A K-quasiderivation is a map which satisfies both the Product Rule and the Chain Rule. In this paper, we discuss several interesting families of K-quasiderivations. We first classify all K-quasiderivations on the ring of polynomials in one variable over an arbitrary commutative ring R with unity, thereby extending a previous result.

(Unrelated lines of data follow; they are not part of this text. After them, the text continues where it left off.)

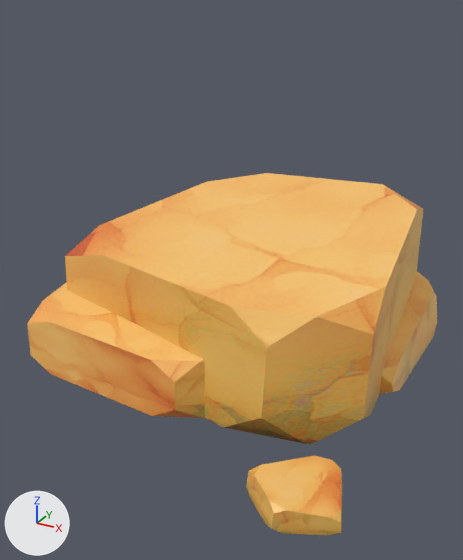
Two versions of the glTF model assets/biomes/battery-room/rockdesert001.glb, one commit apart.
One viewpoint serves both versions: a camera (50 mm lens) standing at (0.662, -1.183, 0.8) and looking at (0.039, -0.05, 0.233). The lights are fixed; the arrows at lower left show +X, +Y and +Z. Vertices at the same position are counted once.

Names of what the first picture shows: 'rockDesert001'.
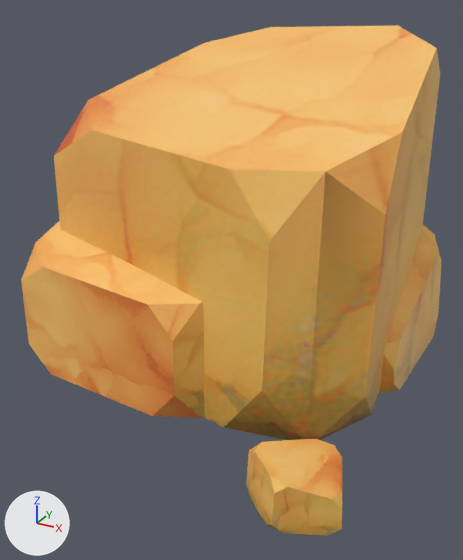
The newer file adds a shape key; the second version is drawn at full value of the shape key 'tall' of 'rockDesert001.001', and the change is written as the vertex moves it makes.

Where the change shows, as pixel boxes (x1, y1, x2, y2) in the pictures (463 x 560 px; the box of a moved part takes in the faces that stretch with it):
'rockDesert001', reshaped (41% taller)
    before: (27, 173, 437, 535)
    after: (21, 25, 442, 535)
part 1 of me_rock_008, moved or reshaped
    before: (65, 173, 423, 444)
    after: (54, 25, 440, 440)
part 2 of me_rock_008, moved or reshaped
    before: (27, 282, 205, 418)
    after: (21, 221, 204, 418)
part 3 of me_rock_008, moved or reshaped
    before: (380, 272, 437, 394)
    after: (380, 225, 442, 393)
part 4 of me_rock_008, moved or reshaped
    before: (246, 455, 342, 535)
    after: (246, 439, 342, 535)

What the commit changed:
me_rock_008 has 147 vertices, 234 faces and spans x -0.4..0.438, y -0.454..0.471, z 0.0..0.372.
me_rock_008 is used by ob_rockdesert001; location (0.0, 0.0, 0.0).
me_rock_008 part 1: the loose piece of 30 vertices spanning x -0.368..0.387, y -0.258..0.415, z 0.0..0.372 is scaled about the mesh origin by (1, 1, 2).
me_rock_008 part 2: the loose piece of 29 vertices spanning x -0.4..0.112, y -0.285..0.247, z 0.0..0.194 is scaled about the mesh origin by (1, 1, 2).
me_rock_008 part 3: the loose piece of 30 vertices spanning x -0.13..0.415, y -0.017..0.471, z 0.0..0.189 is scaled about the mesh origin by (1, 1, 2).
me_rock_008 part 4: the loose piece of 29 vertices spanning x 0.254..0.438, y -0.454..-0.268, z 0.0..0.052 is scaled about the mesh origin by (1, 1, 2).
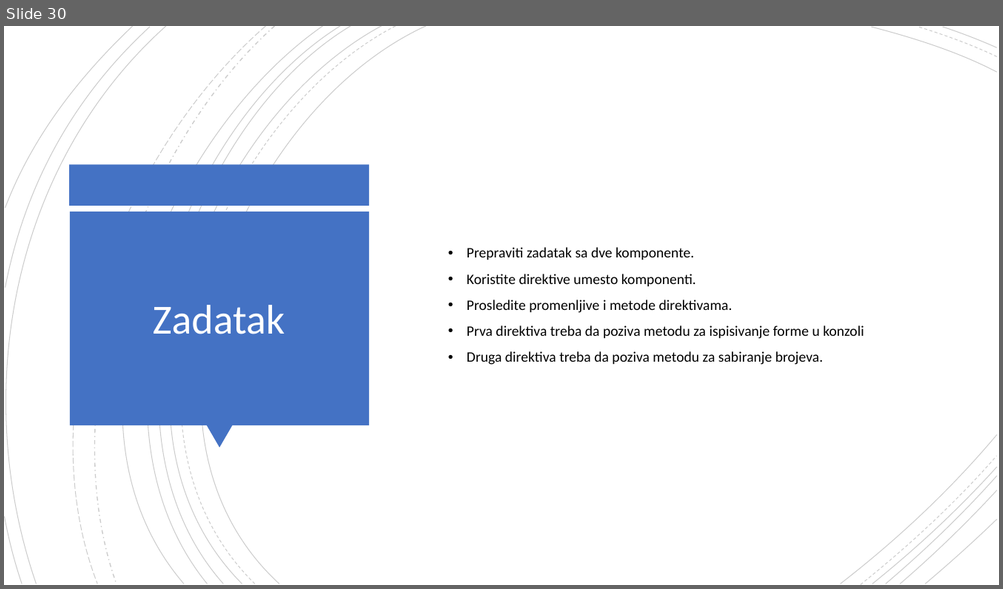
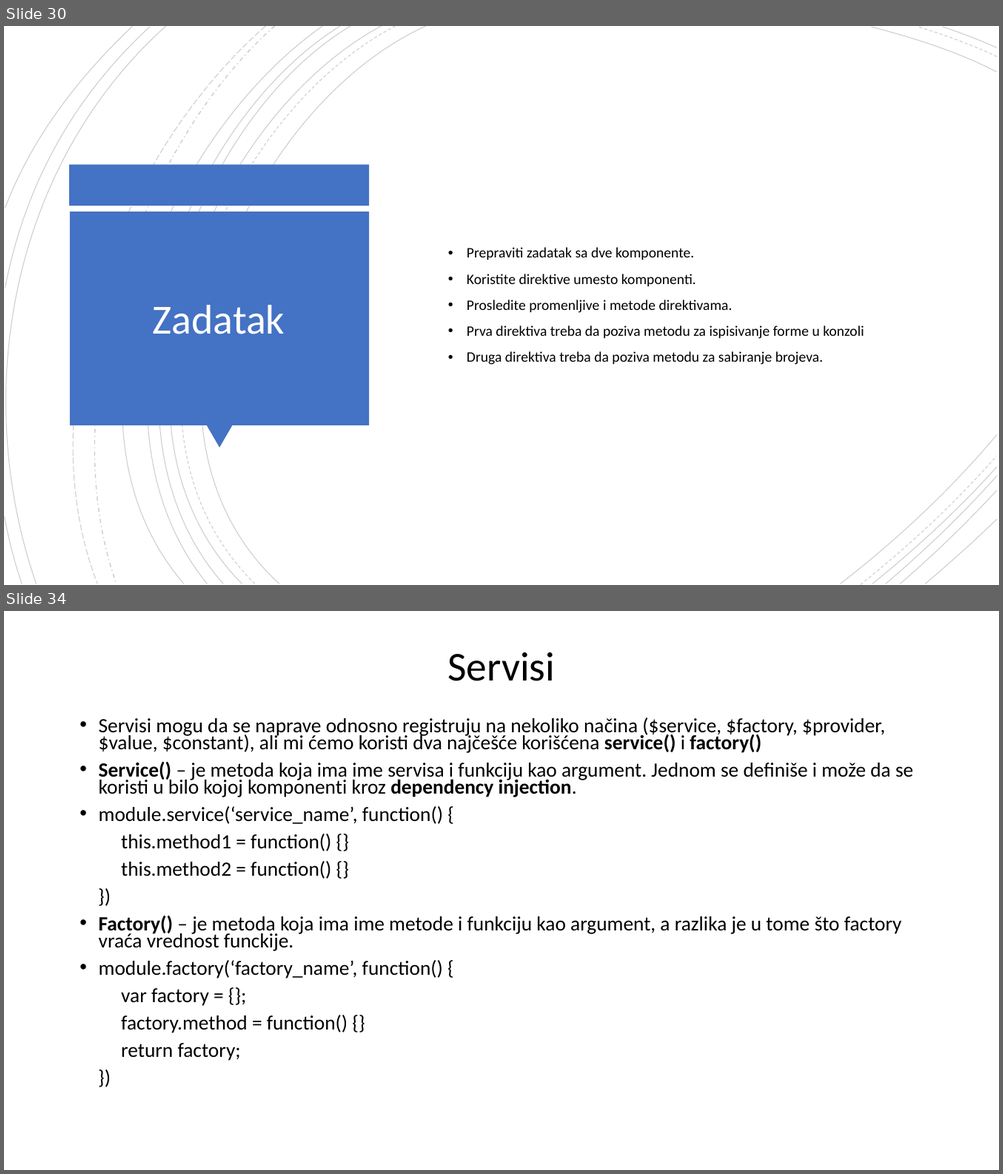
Before and after one commit to daniloMogin/kurs, a slide deck: AngularJS.pptx. Shown one above the other, each under a label of ours: slide 30 before the commit, slides 30 and 34 after it; the slides between them are not shown. The pictures are 1003x589 and 1003x1174 pixels, drawn with LibreOffice and Linux fonts; fonts in the diff are those of the drawing. Boxes give left, top, right and bottom in pixels: in the first picture for what was removed or moved away, otherwise in the second. Text is boxed around its words. In the diff, an @@ line names an element or a change of style, - is before the commit and + after.

```diff
--- a/AngularJS.pptx
+++ b/AngularJS.pptx
@@ slide 34 added at box(4, 611, 999, 1170), background #FFFFFF @@
@@ title added at box(447, 652, 555, 681), 39.6 pt, text #000000 @@
+Servisi
@@ text added at box(99, 718, 913, 1061), 19.6 pt, text #000000 @@
+• Servisi mogu da se naprave odnosno registruju na nekoliko načina ($service, $factory, $provider, $value, $constant), ali mi ćemo koristi dva najčešće korišćena service() i factory()
+• Service() – je metoda koja ima ime servisa i funkciju kao argument. Jednom se definiše i može da se koristi u bilo kojoj komponenti kroz dependency injection.
+• module.service(‘service_name’, function() {
+this.method1 = function() {}
+this.method2 = function() {}
+})
+• Factory() – je metoda koja ima ime metode i funkciju kao argument, a razlika je u tome što factory vraća vrednost funckije.
+• module.factory(‘factory_name’, function() {
+var factory = {};
+factory.method = function() {}
+return factory;
+})
```
Also in this commit, not shown: 6 other slides added, 45 other files.
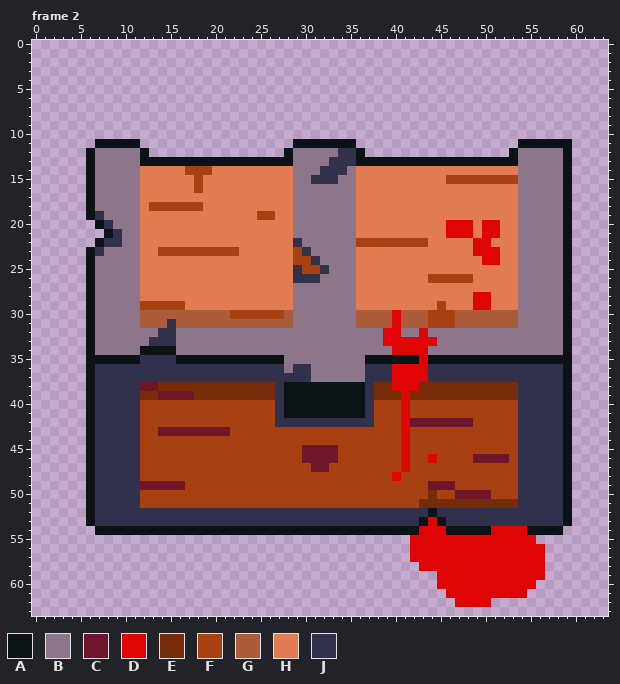
Pixel-art file -- assets/drops/bau_nivel1.aseprite. The picture above is the old version.
64x64 pixels, 7 frames. Shown: frame 2. The commit also changed other frames, which this record leaves out.
Palette (. is transparent): A #0c1317  B #8d768a  C #70162b  D #df0505  E #762c09  F #a84111  G #ad5c3a  H #e17b50  J #31314b
The same view after the edit:
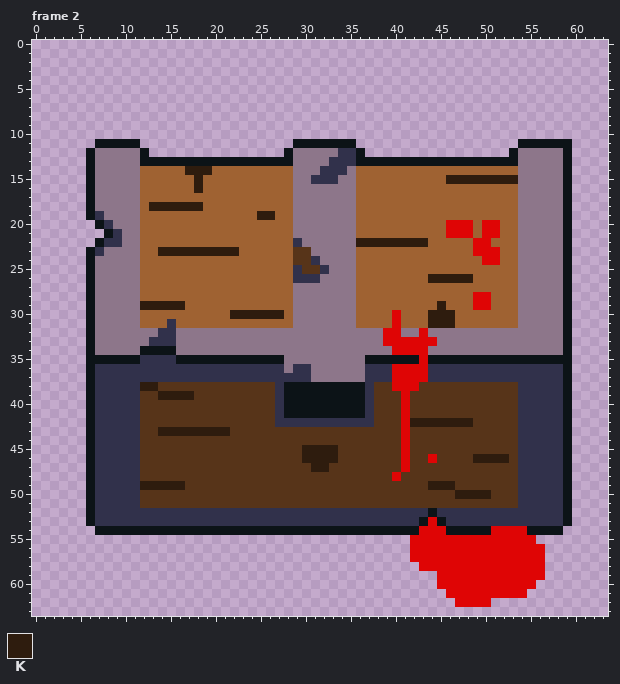
Colours new in this view: K #2e1c0e
Diff:
@@ palette @@
-F #a84111
+F #573419
-H #e17b50
+H #9f6232
--- frame 2
@@ x 0..63 @@
 13 ......ABBBBBAAAAAAAAAAAAAAAAABBBBJJJAAAAAAAAAAAAAAAAAABBBBBA....
-14 ......ABBBBBHHHHHFFFHHHHHHHHHBBBJJJBHHHHHHHHHHHHHHHHHHBBBBBA....
-15 ......ABBBBBHHHHHHFHHHHHHHHHHBBJJJBBHHHHHHHHHHFFFFFFFFBBBBBA....
-16 ......ABBBBBHHHHHHFHHHHHHHHHHBBBBBBBHHHHHHHHHHHHHHHHHHBBBBBA....
+14 ......ABBBBBHHHHHKKKHHHHHHHHHBBBJJJBHHHHHHHHHHHHHHHHHHBBBBBA....
+15 ......ABBBBBHHHHHHKHHHHHHHHHHBBJJJBBHHHHHHHHHHKKKKKKKKBBBBBA....
+16 ......ABBBBBHHHHHHKHHHHHHHHHHBBBBBBBHHHHHHHHHHHHHHHHHHBBBBBA....
 17 ......ABBBBBHHHHHHHHHHHHHHHHHBBBBBBBHHHHHHHHHHHHHHHHHHBBBBBA....
-18 ......ABBBBBHFFFFFFHHHHHHHHHHBBBBBBBHHHHHHHHHHHHHHHHHHBBBBBA....
-19 ......AJBBBBHHHHHHHHHHHHHFFHHBBBBBBBHHHHHHHHHHHHHHHHHHBBBBBA....
+18 ......ABBBBBHKKKKKKHHHHHHHHHHBBBBBBBHHHHHHHHHHHHHHHHHHBBBBBA....
+19 ......AJBBBBHHHHHHHHHHHHHKKHHBBBBBBBHHHHHHHHHHHHHHHHHHBBBBBA....
 20 .......AJBBBHHHHHHHHHHHHHHHHHBBBBBBBHHHHHHHHHHDDDHDDHHBBBBBA....
 21 ........AJBBHHHHHHHHHHHHHHHHHBBBBBBBHHHHHHHHHHDDDHDDHHBBBBBA....
-22 .......AJJBBHHHHHHHHHHHHHHHHHJBBBBBBFFFFFFFFHHHHHDDHHHBBBBBA....
-23 ......AJBBBBHHFFFFFFFFFHHHHHHFJBBBBBHHHHHHHHHHHHHDDDHHBBBBBA....
+22 .......AJJBBHHHHHHHHHHHHHHHHHJBBBBBBKKKKKKKKHHHHHDDHHHBBBBBA....
+23 ......AJBBBBHHKKKKKKKKKHHHHHHFFBBBBBHHHHHHHHHHHHHDDDHHBBBBBA....
 24 ......ABBBBBHHHHHHHHHHHHHHHHHFFJBBBBHHHHHHHHHHHHHHDDHHBBBBBA....
 25 ......ABBBBBHHHHHHHHHHHHHHHHHJFFJBBBHHHHHHHHHHHHHHHHHHBBBBBA....
-26 ......ABBBBBHHHHHHHHHHHHHHHHHJJJBBBBHHHHHHHHFFFFFHHHHHBBBBBA....
+26 ......ABBBBBHHHHHHHHHHHHHHHHHJJJBBBBHHHHHHHHKKKKKHHHHHBBBBBA....
 27 ......ABBBBBHHHHHHHHHHHHHHHHHBBBBBBBHHHHHHHHHHHHHHHHHHBBBBBA....
 28 ......ABBBBBHHHHHHHHHHHHHHHHHBBBBBBBHHHHHHHHHHHHHDDHHHBBBBBA....
-29 ......ABBBBBFFFFFHHHHHHHHHHHHBBBBBBBHHHHHHHHHFHHHDDHHHBBBBBA....
-30 ......ABBBBBGGGGGGGGGGFFFFFFGBBBBBBBGGGGDGGGFFFGGGGGGGBBBBBA....
-31 ......ABBBBBGGGJGGGGGGGGGGGGGBBBBBBBGGGGDGGGFFFGGGGGGGBBBBBA....
+29 ......ABBBBBKKKKKHHHHHHHHHHHHBBBBBBBHHHHHHHHHKHHHDDHHHBBBBBA....
+30 ......ABBBBBHHHHHHHHHHKKKKKKHBBBBBBBHHHHDHHHKKKHHHHHHHBBBBBA....
+31 ......ABBBBBHHHJHHHHHHHHHHHHHBBBBBBBHHHHDHHHKKKHHHHHHHBBBBBA....
 32 ......ABBBBBBBJJBBBBBBBBBBBBBBBBBBBBBBBDDBBDBBBBBBBBBBBBBBBA....
@@ x 0..63 @@
 37 ......AJJJJJJJJJJJJJJJJJJJJJJJJBBBBBBJJJDDDDJJJJJJJJJJJJJJJA....
-38 ......AJJJJJCCEEEEEEEEEEEEEJAAAAAAAAAJEEDDDEEEEEEEEEEEJJJJJA....
-39 ......AJJJJJEECCCCEEEEEEEEEJAAAAAAAAAJEEEDEEEEEEEEEEEEJJJJJA....
+38 ......AJJJJJKKFFFFFFFFFFFFFJAAAAAAAAAJFFDDDFFFFFFFFFFFJJJJJA....
+39 ......AJJJJJFFKKKKFFFFFFFFFJAAAAAAAAAJFFFDFFFFFFFFFFFFJJJJJA....
 40 ......AJJJJJFFFFFFFFFFFFFFFJAAAAAAAAAJFFFDFFFFFFFFFFFFJJJJJA....
 41 ......AJJJJJFFFFFFFFFFFFFFFJAAAAAAAAAJFFFDFFFFFFFFFFFFJJJJJA....
-42 ......AJJJJJFFFFFFFFFFFFFFFJJJJJJJJJJJFFFDCCCCCCCFFFFFJJJJJA....
-43 ......AJJJJJFFCCCCCCCCFFFFFFFFFFFFFFFFFFFDFFFFFFFFFFFFJJJJJA....
+42 ......AJJJJJFFFFFFFFFFFFFFFJJJJJJJJJJJFFFDKKKKKKKFFFFFJJJJJA....
+43 ......AJJJJJFFKKKKKKKKFFFFFFFFFFFFFFFFFFFDFFFFFFFFFFFFJJJJJA....
 44 ......AJJJJJFFFFFFFFFFFFFFFFFFFFFFFFFFFFFDFFFFFFFFFFFFJJJJJA....
-45 ......AJJJJJFFFFFFFFFFFFFFFFFFCCCCFFFFFFFDFFFFFFFFFFFFJJJJJA....
-46 ......AJJJJJFFFFFFFFFFFFFFFFFFCCCCFFFFFFFDFFDFFFFCCCCFJJJJJA....
-47 ......AJJJJJFFFFFFFFFFFFFFFFFFFCCFFFFFFFFDFFFFFFFFFFFFJJJJJA....
+45 ......AJJJJJFFFFFFFFFFFFFFFFFFKKKKFFFFFFFDFFFFFFFFFFFFJJJJJA....
+46 ......AJJJJJFFFFFFFFFFFFFFFFFFKKKKFFFFFFFDFFDFFFFKKKKFJJJJJA....
+47 ......AJJJJJFFFFFFFFFFFFFFFFFFFKKFFFFFFFFDFFFFFFFFFFFFJJJJJA....
 48 ......AJJJJJFFFFFFFFFFFFFFFFFFFFFFFFFFFFDFFFFFFFFFFFFFJJJJJA....
-49 ......AJJJJJCCCCCFFFFFFFFFFFFFFFFFFFFFFFFFFFCCCFFFFFFFJJJJJA....
-50 ......AJJJJJFFFFFFFFFFFFFFFFFFFFFFFFFFFFFFFFEFFCCCCFFFJJJJJA....
-51 ......AJJJJJFFFFFFFFFFFFFFFFFFFFFFFFFFFFFFFEEEEEEEEEEEJJJJJA....
+49 ......AJJJJJKKKKKFFFFFFFFFFFFFFFFFFFFFFFFFFFKKKFFFFFFFJJJJJA....
+50 ......AJJJJJFFFFFFFFFFFFFFFFFFFFFFFFFFFFFFFFFFFKKKKFFFJJJJJA....
+51 ......AJJJJJFFFFFFFFFFFFFFFFFFFFFFFFFFFFFFFFFFFFFFFFFFJJJJJA....
 52 ......AJJJJJJJJJJJJJJJJJJJJJJJJJJJJJJJJJJJJJAJJJJJJJJJJJJJJA....
Where, in picture pixels (left, top, right, bottom), the same in both pictures:
changed: (140, 166, 320, 328)
changed: (356, 166, 518, 328)
changed: (140, 382, 518, 508)

In particular, we show that any such K-quasiderivation must be linear over R. We then discuss two previously undiscovered collections of (mostly) nonlinear K-quasiderivations on the set of functions defined on some subset of a field. Over the reals, our constructions yield a one-parameter family of K-quasiderivations which includes the ordinary derivative as a special case.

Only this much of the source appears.